*EXERCISE*. Search the records for the string "return" and copy every line in which it appears.

*DATA*.

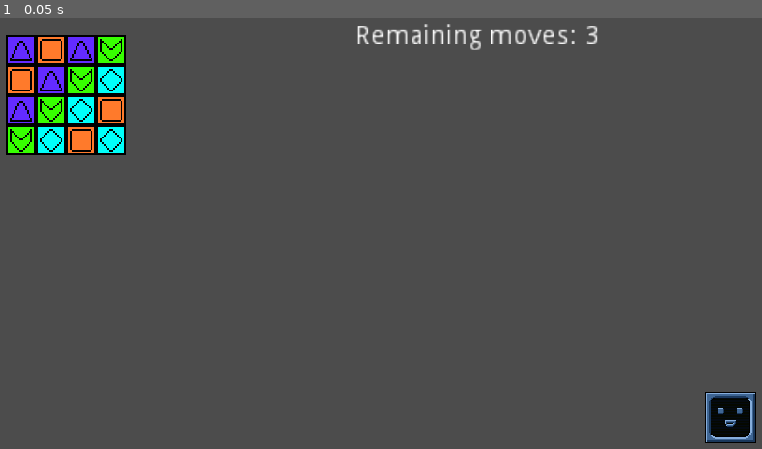
Above: before the commit, frame 1.
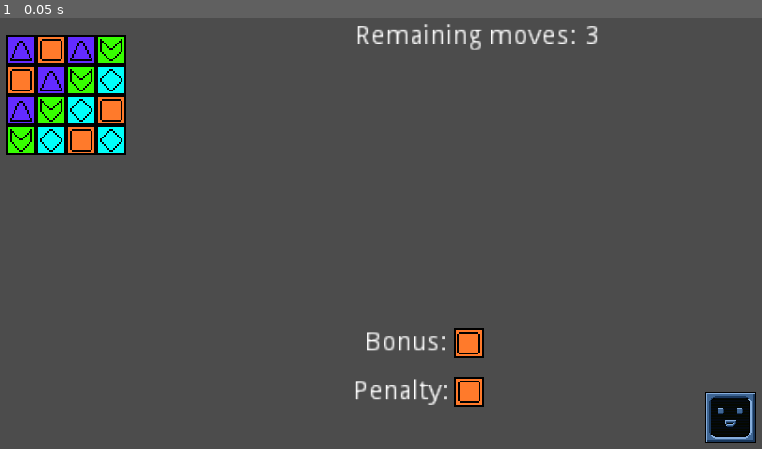
Above: after the commit, the same moment.

Repository: HokuHakase/BombzzlePlus
Game: Godot game, scene res://Scenes/MainScene.tscn
The game is run twice, just before and just after one commit, with the same random seed, the same clock (stepped at 60 frames per second) and the same inputs.
Inputs:
- Up to frame 1 (0.05 s): no input

The runs differ from the first frame. In frame 1, 1.0% of the frame differs, in the area x 46-64%, y 71-91%.

Commit message:
First integration of bonus and penalty tiles along with a tile label

Diff:
--- a/Scenes/MainScene.tscn
+++ b/Scenes/MainScene.tscn
@@ -6,6 +6,8 @@
 [ext_resource path="res://Scenes/TurnManager.tscn" type="PackedScene" id=4]
 [ext_resource path="res://Scripts/LabelMovesRemaining.gd" type="Script" id=5]
 [ext_resource path="res://Scripts/LabelCurrentPhase.gd" type="Script" id=6]
+[ext_resource path="res://Scenes/TileLabel.tscn" type="PackedScene" id=7]
+[ext_resource path="res://Scenes/ScoreManager.tscn" type="PackedScene" id=8]
 
 [node name="MainScene" type="Node"]
 
@@ -15,10 +17,13 @@
 texture = ExtResource( 1 )
 
 [node name="GameBoard" parent="." instance=ExtResource( 2 )]
+tile_data = PoolIntArray( 65537, 1, 0, 65538, 2, 0, 65539, 3, 0, 65540, 1, 0, 131073, 1, 0, 131074, 4, 0, 131075, 2, 0, 131076, 3, 0, 196609, 2, 0, 196610, 1, 0, 196611, 4, 0, 196612, 2, 0, 262145, 1, 0, 262146, 2, 0, 262147, 1, 0, 262148, 4, 0, 655374, 0, 0 )
 
 [node name="BoardInput" parent="." instance=ExtResource( 3 )]
 
 [node name="TurnManager" parent="." instance=ExtResource( 4 )]
+
+[node name="ScoreManager" parent="." instance=ExtResource( 8 )]
 
 [node name="LabelMovesRemaining" type="Label" parent="."]
 margin_left = 202.0
@@ -39,6 +44,35 @@
 __meta__ = {
 "_edit_use_anchors_": false
 }
+
+[node name="LabelBonusTile" type="Label" parent="."]
+margin_left = 206.829
+margin_top = 172.534
+margin_right = 250.829
+margin_bottom = 186.534
+text = "Bonus:"
+__meta__ = {
+"_edit_use_anchors_": false
+}
+
+[node name="LabelPenaltyTile" type="Label" parent="."]
+margin_left = 201.057
+margin_top = 198.797
+margin_right = 252.057
+margin_bottom = 212.797
+text = "Penalty:"
+__meta__ = {
+"_edit_use_anchors_": false
+}
+
+[node name="TileLabelBonus" parent="." instance=ExtResource( 7 )]
+position = Vector2( 262.337, 179.959 )
+
+[node name="TileLabelPenalty" parent="." instance=ExtResource( 7 )]
+position = Vector2( 262.587, 205.834 )
 [connection signal="move_used" from="TurnManager" to="LabelMovesRemaining" method="_on_TurnManager_move_used"]
 [connection signal="moves_reset" from="TurnManager" to="LabelMovesRemaining" method="_on_TurnManager_moves_reset"]
 [connection signal="new_phase_start" from="TurnManager" to="LabelCurrentPhase" method="_on_TurnManager_new_phase_start"]
+[connection signal="phase_bomb_ticking" from="TurnManager" to="ScoreManager" method="GenerateBonusPenaltyTiles"]
+[connection signal="bonus_tile_changed" from="ScoreManager" to="TileLabelBonus" method="update_tile_label"]
+[connection signal="penalty_tile_changed" from="ScoreManager" to="TileLabelPenalty" method="update_tile_label"]
--- /dev/null
+++ b/Scenes/ScoreManager.tscn
@@ -0,0 +1,6 @@
+[gd_scene load_steps=2 format=2]
+
+[ext_resource path="res://Scripts/ScoreManager.gd" type="Script" id=1]
+
+[node name="ScoreManager" type="Node"]
+script = ExtResource( 1 )
--- /dev/null
+++ b/Scenes/TileLabel.tscn
@@ -0,0 +1,10 @@
+[gd_scene load_steps=3 format=2]
+
+[ext_resource path="res://Scripts/TileLabel.gd" type="Script" id=1]
+[ext_resource path="res://Textures/Tilesets/puzzle_tileset.png" type="Texture" id=2]
+
+[node name="TileLabel" type="Sprite"]
+texture = ExtResource( 2 )
+region_enabled = true
+region_rect = Rect2( 16, 0, 16, 16 )
+script = ExtResource( 1 )
--- /dev/null
+++ b/Scripts/ScoreManager.gd
@@ -0,0 +1,49 @@
+extends Node
+
+# rng variables
+var rng = RandomNumberGenerator.new()
+
+# Score variables
+var scoreCurrent = 0
+
+# Bonus / Penalty variables
+var bonusTileID = 0
+var penaltyTileID = 0
+
+# Signals
+signal bonus_tile_changed(newTileID)
+signal penalty_tile_changed(newTileID)
+
+func GenerateBonusPenaltyTiles():
+	SelectBonusTile()
+	SelectPenaltyTile()
+
+# Selects a random tile to be the bonus tile.
+# By default, prevents the tile to be the same as the penalty tile
+func SelectBonusTile(allowDuplicate:bool = false):
+	var bonusTileID = SelectTileID(0)
+	emit_signal("bonus_tile_changed",bonusTileID)
+
+# Selects a random tile to be the penalty tile.
+# By default, prevents the tile to be the same as the bonus tile
+func SelectPenaltyTile(allowDuplicate:bool = false):
+	var penaltyTileID = SelectTileID(1)
+	emit_signal("penalty_tile_changed",penaltyTileID)
+
+# Selects a Tile ID and checks if it is a duplicate
+# targetTile: 0 = Bonus, 1 = Penalty
+# BUG: Selected tiles are sometimes the same even when allowDuplicate = false
+func SelectTileID(targetTile:int = 0, allowDuplicate:bool = false):
+	var selectedTileID = GetRandomTileID()
+	if (!allowDuplicate):
+		if ((targetTile == 0 && penaltyTileID == selectedTileID) || (targetTile == 1 && bonusTileID == selectedTileID)):
+			if (selectedTileID >= 4):
+				selectedTileID -= 1
+			else:
+				selectedTileID += 1
+	return selectedTileID
+
+# TODO: Make it less reliable on random number generation
+func GetRandomTileID():
+	rng.randomize()
+	return rng.randi_range(1, 4)
--- /dev/null
+++ b/Scripts/TileLabel.gd
@@ -0,0 +1,17 @@
+extends Sprite
+
+var TilePositions = [
+						[0,0],
+						[16,0],
+						[32,0],
+						[48,0],
+						[16,16]
+					]
+
+func update_tile_label(tileID):
+	var SelectedTilePosition = TilePositions[tileID]
+	var CurrentRect = get_region_rect()
+	CurrentRect.position = Vector2(SelectedTilePosition[0], SelectedTilePosition[1])
+	set_region_rect(CurrentRect)
+	#region_rect.size.x = SelectedTilePosition[0]
+	#region_rect.size.y = SelectedTilePosition[1]
--- a/Scripts/TurnManager.gd
+++ b/Scripts/TurnManager.gd
@@ -5,6 +5,7 @@
 # TODO: Add signals
 # Signal that emits when a new phase start
 signal new_phase_start(newGamePhase)
+signal phase_bomb_ticking()
 # Signal that emits when a move is used
 signal move_used(moveRemaining)
 signal moves_reset(moveRemaining)
@@ -31,6 +32,7 @@
 	match gamePhaseCurrent:
 		GamePhase.PHASE_BOMBDEPLOY:
 			gamePhaseCurrent = GamePhase.PHASE_BOMBTICKING
+			emit_signal("phase_bomb_ticking")
 		GamePhase.PHASE_BOMBTICKING:
 			gamePhaseCurrent = GamePhase.PHASE_BOMBEXPLODE
 		GamePhase.PHASE_BOMBEXPLODE:
Not shown: 1 places in Scenes/MainScene.tscn that only renumber resources

*REPLY TO THE TASK*.
+	return selectedTileID
+	return rng.randi_range(1, 4)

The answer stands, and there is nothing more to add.